Project focus
Research should be reproducible. The same analysis of the same data should produce the same result. This may sound obvious at first, but many studies show that a large portion of scientific literature across disciplines is not reproducible. Research data and analysis codes are often not readily shared, leaving other researchers virtually no way to independently verify published scientific results. In some cases, even the scientists who conducted the research are unable to reproduce their own findings, and this not long after the work is published. The public’s investment in a particular research study is often limited to a—often paid—PDF article on a for-profit publisher’s website.
Conducting reproducible research is hampered by at least two factors: First, the incentives in academic research are not conducive, as the quantity of publications and the impact factor of the journals in which they are published often still take more account in hiring and promotion decisions than the quality, robustness, and reproducibility of the work.

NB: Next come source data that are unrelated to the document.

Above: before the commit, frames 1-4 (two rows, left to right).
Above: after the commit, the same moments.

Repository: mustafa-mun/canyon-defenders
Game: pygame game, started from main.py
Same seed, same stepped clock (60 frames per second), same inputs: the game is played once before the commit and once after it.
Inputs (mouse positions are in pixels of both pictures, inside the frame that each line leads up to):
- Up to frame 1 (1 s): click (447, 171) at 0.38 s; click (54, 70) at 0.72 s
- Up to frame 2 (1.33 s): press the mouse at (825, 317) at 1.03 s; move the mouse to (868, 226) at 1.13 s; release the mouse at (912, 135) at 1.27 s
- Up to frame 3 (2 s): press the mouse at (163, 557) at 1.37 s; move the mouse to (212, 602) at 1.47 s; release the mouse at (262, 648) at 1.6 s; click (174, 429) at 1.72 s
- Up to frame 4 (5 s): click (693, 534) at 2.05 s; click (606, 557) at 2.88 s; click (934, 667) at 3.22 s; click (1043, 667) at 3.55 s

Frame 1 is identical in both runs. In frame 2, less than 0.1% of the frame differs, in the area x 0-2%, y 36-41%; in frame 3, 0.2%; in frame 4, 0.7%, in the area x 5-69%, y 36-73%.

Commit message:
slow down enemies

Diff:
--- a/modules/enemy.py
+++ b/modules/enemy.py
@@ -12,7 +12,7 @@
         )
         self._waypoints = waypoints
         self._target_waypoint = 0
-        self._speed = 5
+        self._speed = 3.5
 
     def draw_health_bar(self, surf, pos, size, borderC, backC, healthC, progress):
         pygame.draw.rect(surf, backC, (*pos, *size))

Second, making research reproducible is actually difficult, and prospective researchers often lack targeted and comprehensive training in relevant methods and tools.
Reproducing the same results on a different computer is often not a trivial problem. For example, not only must all code and data be available in an accessible format, but the same software (or computing environment) must also be replicable. In general, managing research results reproducibly and transparently throughout their entire lifecycle—from initial idea to publication and beyond—represents a significant challenge. Fortunately, researchers can learn from practices and tools from other disciplines, particularly software engineering, that have significantly professionalized collaborative work on digital objects such as code and data. These include, among others, tracking changes to digital objects using version control systems such as Git, best practices for code and data management, and creating stable and transportable computing environments using software containers such as Docker.

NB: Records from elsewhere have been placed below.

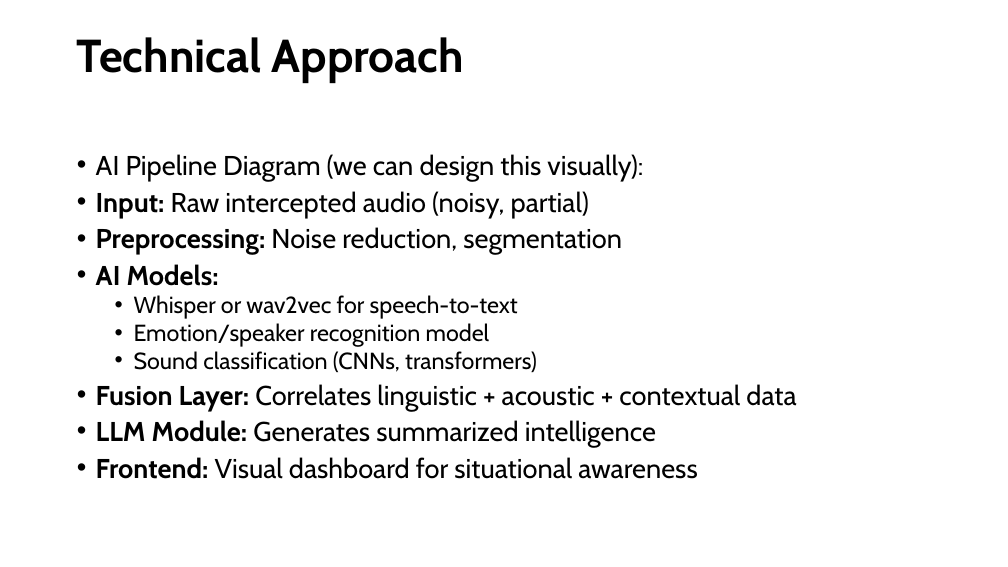
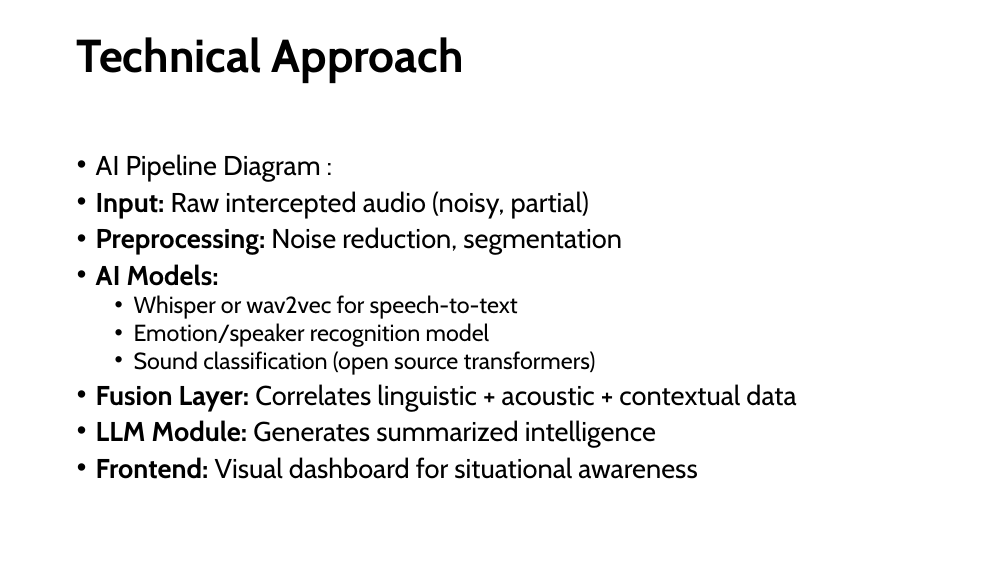
Before and after one commit to Larsters/echologia, a slide deck: slide 10 of resources/Presentation_EcoLogia.pptx. Drawn at 1008x567 pixels with LibreOffice and Linux fonts; fonts in the diff are those of the drawing. Boxes give left, top, right and bottom in pixels: in the first picture for what was removed or moved away, otherwise in the second. Text is boxed around its words. In the diff, an @@ line names an element or a change of style, - is before the commit and + after.

Commit message:
some new shit

```diff
--- a/resources/Presentation_EcoLogia.pptx
+++ b/resources/Presentation_EcoLogia.pptx
@@ text at bbox=[96, 154, 320, 181]: text changed @@
-• AI Pipeline Diagram (we can design this visually):
+• AI Pipeline Diagram :
@@ text at bbox=[134, 351, 596, 375]: text changed @@
-  • Sound classification (CNNs, transformers)
+  • Sound classification (open source transformers)
```

This course provided an introduction to the tools and procedures that enable young scientists to make their research reproducible.
Review and results
Following the successful approach of our previous course on “Version Control of Code and Data with Git,” we focused on developing an online learning resource titled “The Repro Book” (available here), modeled after our “Version Control Book.” This online guide was adapted to the structure of the seminar and served as the course textbook.

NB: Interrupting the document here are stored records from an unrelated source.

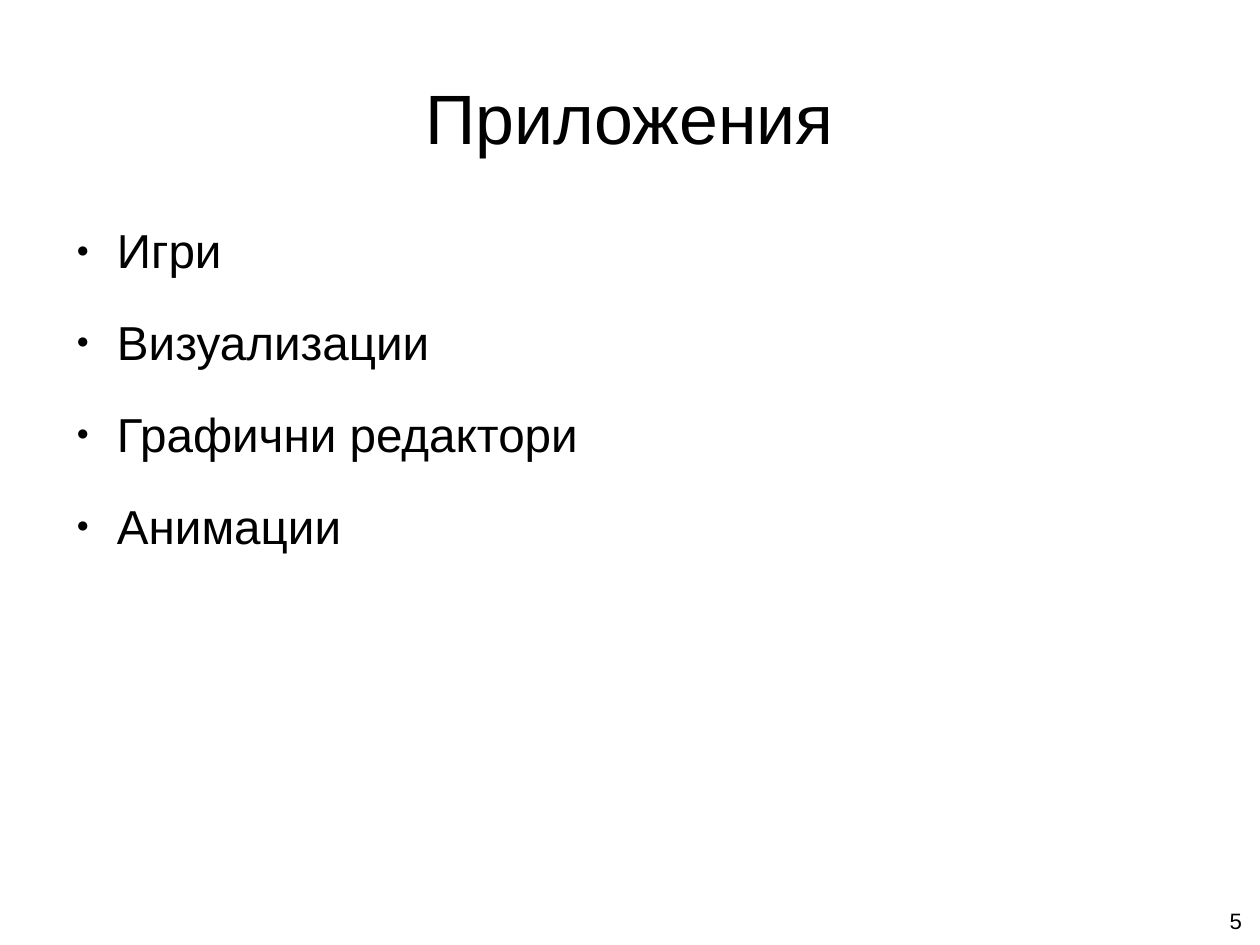
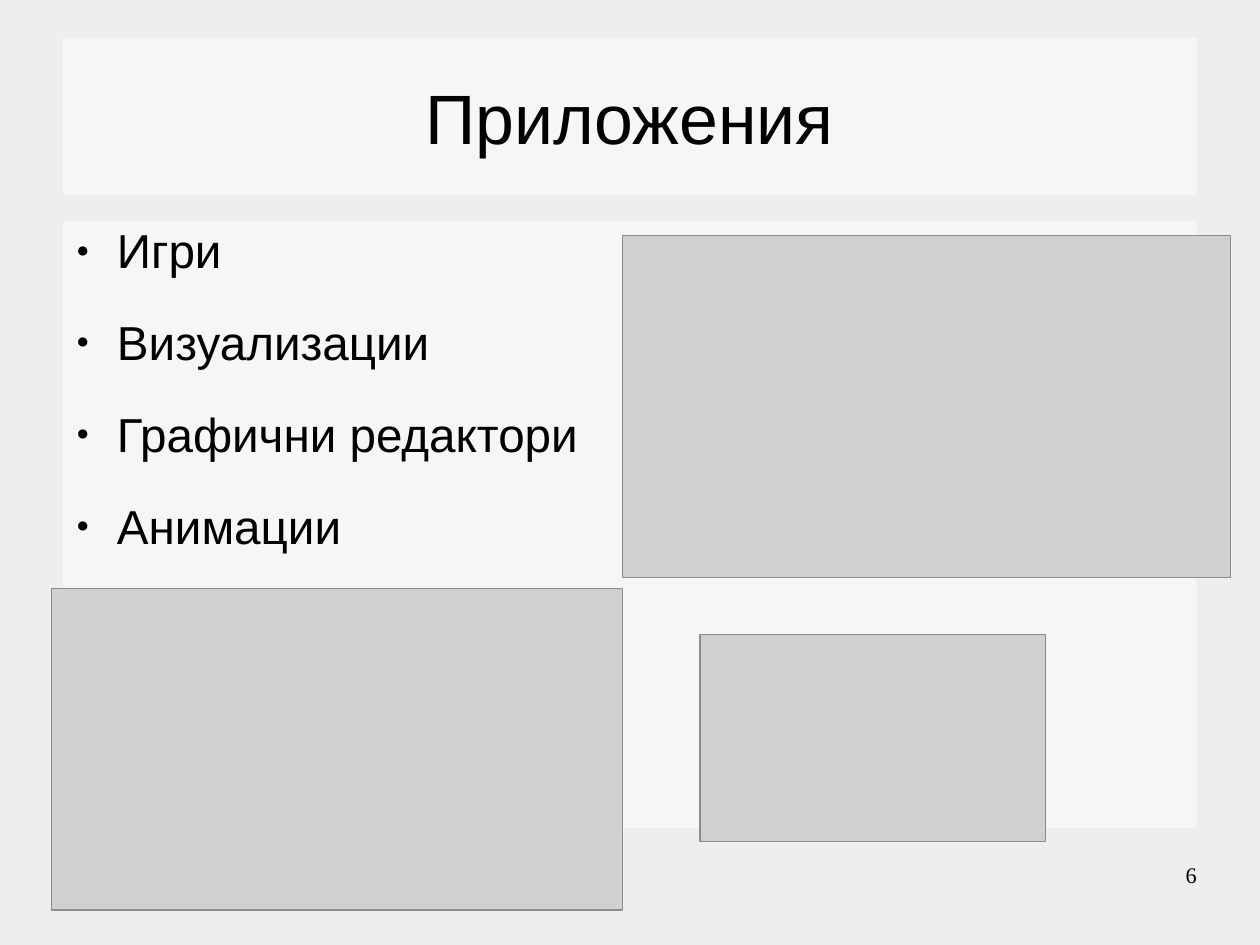
Before and after one commit to Galya777/web_technology_FMI_presentations, a slide deck: slide 6 of canvas.pptx (slide 5 before the commit). Drawn at 1260x945 pixels with LibreOffice and Linux fonts; fonts in the diff are those of the drawing; grey boxes stand for pictures; background and template pictures are left out. Boxes give left, top, right and bottom in pixels: in the first picture for what was removed or moved away, otherwise in the second. Text is boxed around its words. In the diff, an @@ line names an element or a change of style, - is before the commit and + after.

```diff
--- a/canvas.pptx
+++ b/canvas.pptx
@@ background picture (left out) to #EEEEEE @@
@@ title "Приложения": place and size @@
-title "Приложения" at [425, 96, 833, 157]
+title "Приложения" at [63, 38, 1197, 196]
@@ text "Игри": place and size @@
-text "Игри" at [117, 235, 578, 553]
+text "Игри" at [63, 221, 1197, 828]
@@ picture added at [622, 236, 1231, 579] @@
@@ picture added at [51, 589, 623, 910] @@
@@ picture added at [701, 635, 1046, 842] @@
@@ page number added at [1186, 868, 1197, 884], 14 pt, text #000000 @@
+6
@@ page number removed at [1230, 913, 1242, 930] @@
-5
```
Also in this commit, not shown: 6 other slides changed, 1 slide added, 6 other files.

The main outcome of the teaching project was the opportunity for course participants to learn about reproducible work in a scientific context, particularly through its practical application on a small, fictitious research project. Through practical exercises and exposure to concepts such as metadata, community guidelines, renv, good coding practices, and literate programming using the software Quarto, R, and RStudio, they gained in-depth knowledge of how to set up a research project that is easily reproducible.
Tips from lecturers for lecturers
A central element of digital skills development was ensuring the transparent, public, and collaborative development of teaching and learning resources using Git and GitHub, as well as the Open Science Framework, within the available time. Individual teaching content was applied to the creation of the teaching content. This approach follows sound scientific principles of transparency, openness, and reproducibility.
The teaching project also contributed to the development of lecturers’ skills in the area of didactic skills. Various didactic methods were tested within the teaching project: from pair work and individual work, to quizzes, demonstrations, and exercises. A conscious focus was always to create plenty of time and space for implementation, where participants could apply what they had learned using concrete exercises and examples.